Милорадович при рассыльном же разорвал пакет, прочёл письмо и тут же приказал передать, что желает видеть Манук-бея сегодня и как можно скорее.
Увиделись они в Эрестрее, где будто бы случайно встретились два всадника. Красавец Милорадович свободно и весело восседал на прекрасной, богато убранной кобыле, щегольски одетый, в блестящем генеральском мундире. На шее кресты (и сколько крестов!), на груди звезды, на шпаге горит крупный алмаз. Черты лица выдавали его сербское происхождение. Роскошные перья волновались на высокой шляпе...1 Он, казалось, оделся на званый пир! И Манук-бей, не менее красивый и важный – на любимом вороном коне. Манук замечательно держался в седле, он слыл отменным наездником, любил лошадей и держал большую конюшню. Богато изукрашенные одежды Манука выдавали в нём вельможу восточного двора, но серб по крови Милорадович прекрасно понимал, почему этот армянин с необъяснимой кротостью в глазах, будучи самым богатым боярином в Валахии, имея столько званий и наград от османского двора, держит сторону русских.
Тайные обсуждения продолжились в доме Филипеску, где в отдельном флигеле расположился русский генерал. Среди множества бумаг у него имелась и карта Журжева. План был тот же, что составили ещё зимой 1808 года. Милорадович был страшно рад, надеясь нанести ощутимый удар с ощутимыми результатами, а Манук-бей, естественно, в случае победы мог быть спокоен и за семью (которую он уже перевёз в Бухарест), и за свои безмерные богатства.

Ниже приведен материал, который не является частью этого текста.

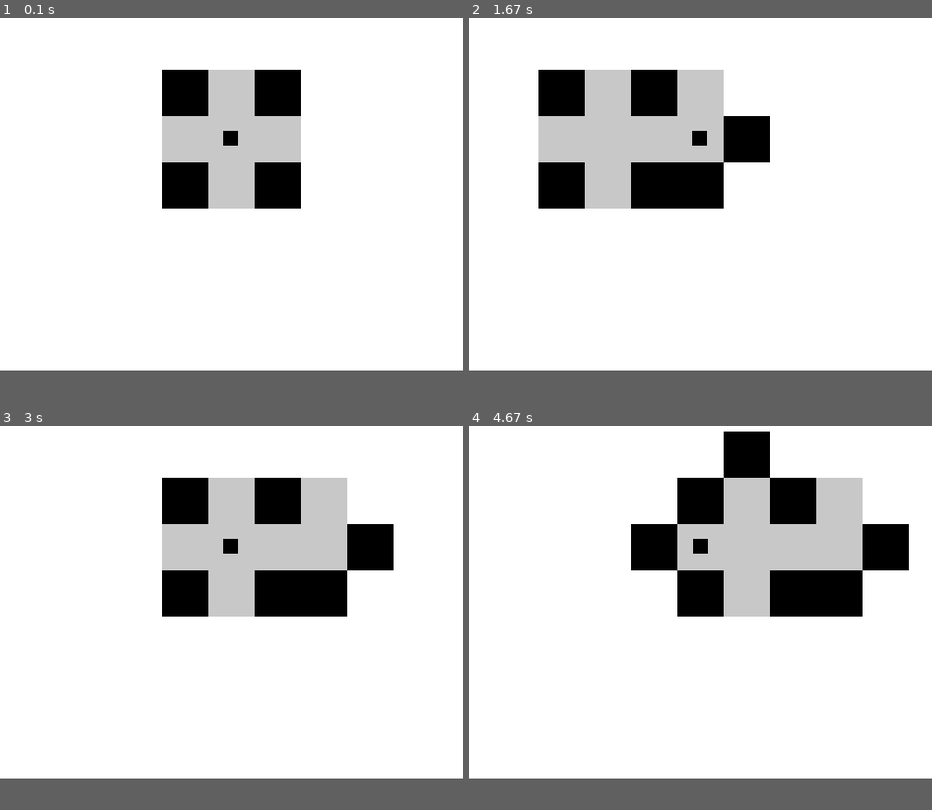
Above: before the commit, frames 1-4 (two rows, left to right).
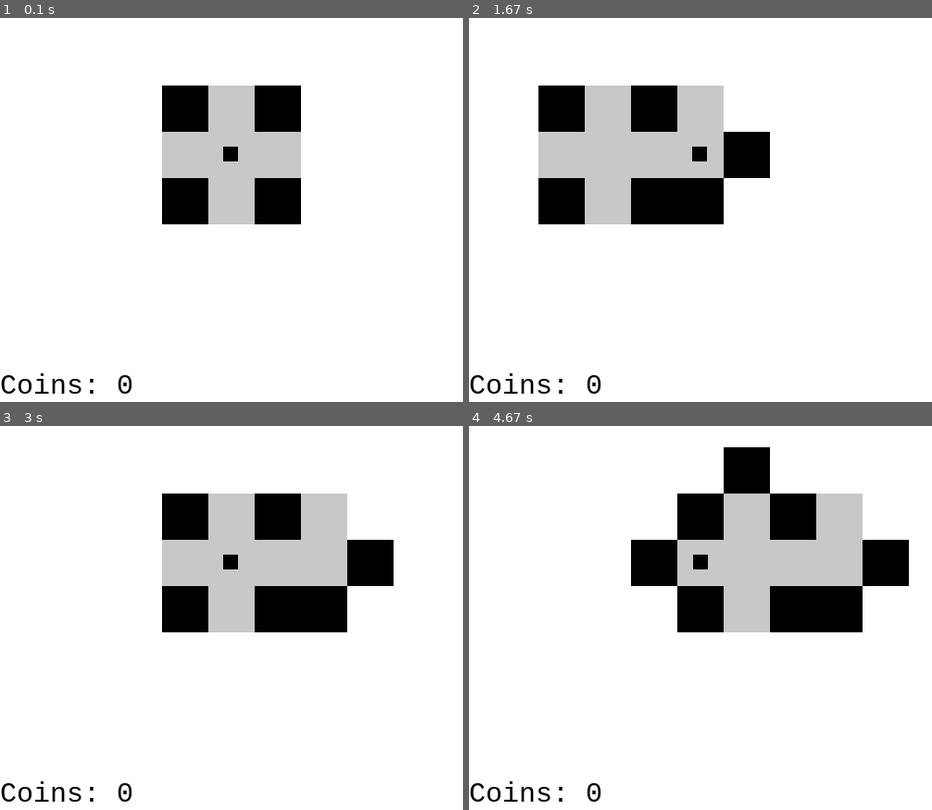
Above: after the commit, the same moments.

Repository: sillypantscoder/pygame_maze
Game: pygame game, started from main.py
The game is run twice, just before and just after one commit, with the same random seed, the same clock (stepped at 60 frames per second) and the same inputs.
Inputs:
- Up to frame 1 (0.1 s): no input
- Up to frame 2 (1.67 s): hold Right 0.33-0.8 s; hold Up 0.83-1.13 s; hold Right 1.17-1.63 s
- Up to frame 3 (3 s): hold Left 1.67-2.2 s; hold Down 2.23-2.53 s; hold Left 2.57-2.97 s
- Up to frame 4 (4.67 s): hold Up 3-3.37 s; hold Down 4.07-4.43 s; hold Left from 4.47 s (still down)
In our replay, the window is 500x500 before the commit and 500x534 after it. These sizes can differ from the game's own. Grey fills any space a smaller window leaves; there, only what the larger window draws over its background counts as a difference.

The runs differ from the first frame. In frame 1, 4.7% of the frame differs, in the area x 0-65%, y 13-98%; in frame 2, 6.8%; in frame 3, 6.8%; in frame 4, 8.0%, in the area x 0-95%, y 1-98%.

Commit message:
Added coins

Diff:
--- a/main.py
+++ b/main.py
@@ -1,13 +1,19 @@
 import pygame
 import random
+
+pygame.font.init()
 
 WHITE = (255, 255, 255)
 BLACK = (0, 0, 0)
 GRAY = (200, 200, 200)
+ORANGE = (217, 106, 22)
 ZOOM = 50
 BOARD = [{"x": x, "y": y, "state": 1 * ((x != 0) and (y != 0))} for x in [-1, 0, 1] for y in [-1, 0, 1]]
+FONT = pygame.font.SysFont("monospace", 30)
+FONTHEIGHT = FONT.render("0", True, BLACK).get_height()
 playerpos = [0, 0]
-SCREENSIZE = [500, 500]
+SCREENSIZE = [500, 500 + FONTHEIGHT]
+coins = 0
 
 def getBlock(x: int, y: int) -> "dict[str, int] | None":
 	"""Returns the block at the given coordinates."""
@@ -46,7 +52,7 @@
 
 def newBlockState() -> int:
 	"""Generates a new block state."""
-	return random.choices([0, 1], weights=[1, 1], k=1)[0]
+	return random.choices([0, 1, 2], weights=[30, 20, 2], k=1)[0]
 
 screen = pygame.display.set_mode(SCREENSIZE, pygame.RESIZABLE)
 
@@ -71,7 +77,6 @@
 	# Drawing
 	offset = [(SCREENSIZE[0] / 2) + (ZOOM / -2) + (playerpos[0] * -ZOOM), (SCREENSIZE[1] / 2) + (ZOOM / -2) + (playerpos[1] * -ZOOM)]
 	screen.fill(WHITE)
-	alreadySeen = []
 	for cell in BOARD:
 		cellrect = pygame.Rect(cell["x"] * ZOOM, cell["y"] * ZOOM, ZOOM, ZOOM)
 		cellrect.move_ip(*offset)
@@ -79,9 +84,18 @@
 			pygame.draw.rect(screen, GRAY, cellrect)
 		if cell["state"] == 1:
 			pygame.draw.rect(screen, BLACK, cellrect)
+		if cell["state"] == 2:
+			pygame.draw.rect(screen, GRAY, cellrect)
+			pygame.draw.circle(screen, ORANGE, cellrect.center, int(ZOOM / 4))
+			if cell["x"] == playerpos[0] and cell["y"] == playerpos[1]:
+				cell["state"] = 0
+				coins += 1
 	playerrect = pygame.Rect((playerpos[0] * ZOOM) + (ZOOM / 3), (playerpos[1] * ZOOM) + (ZOOM / 3), ZOOM / 3, ZOOM / 3)
 	playerrect.move_ip(*offset)
 	pygame.draw.rect(screen, BLACK, playerrect)
+	toolbarrect = pygame.Rect(0, SCREENSIZE[1] - FONTHEIGHT, SCREENSIZE[0], FONTHEIGHT)
+	pygame.draw.rect(screen, WHITE, toolbarrect)
+	screen.blit(FONT.render("Coins: " + str(coins), True, BLACK), toolbarrect.topleft)
 	# Flip
 	pygame.display.flip()
 	c.tick(60)

Конечно, надо было постараться перетянуть на свою сторону хотя бы несколько турецких военачальников. Прозоровский из Ясс в середине марта докладывал графу Румянцеву о том, что Лука Кирико ведёт переговоры с некоторыми турецкими командирами. Невзирая на некоторые предрассудки (например, бытующее в русской дворянской среде мнение о том, что лучше не доверять грекам, жидам, армянам и цыганам), Милорадович всегда прислушивался к рекомендациям Манук-бея. Так, только благодаря его вмешательству граф аннулировал приказ о разрушении городов Силистрия и Никополь, что был намерен сделать из мести.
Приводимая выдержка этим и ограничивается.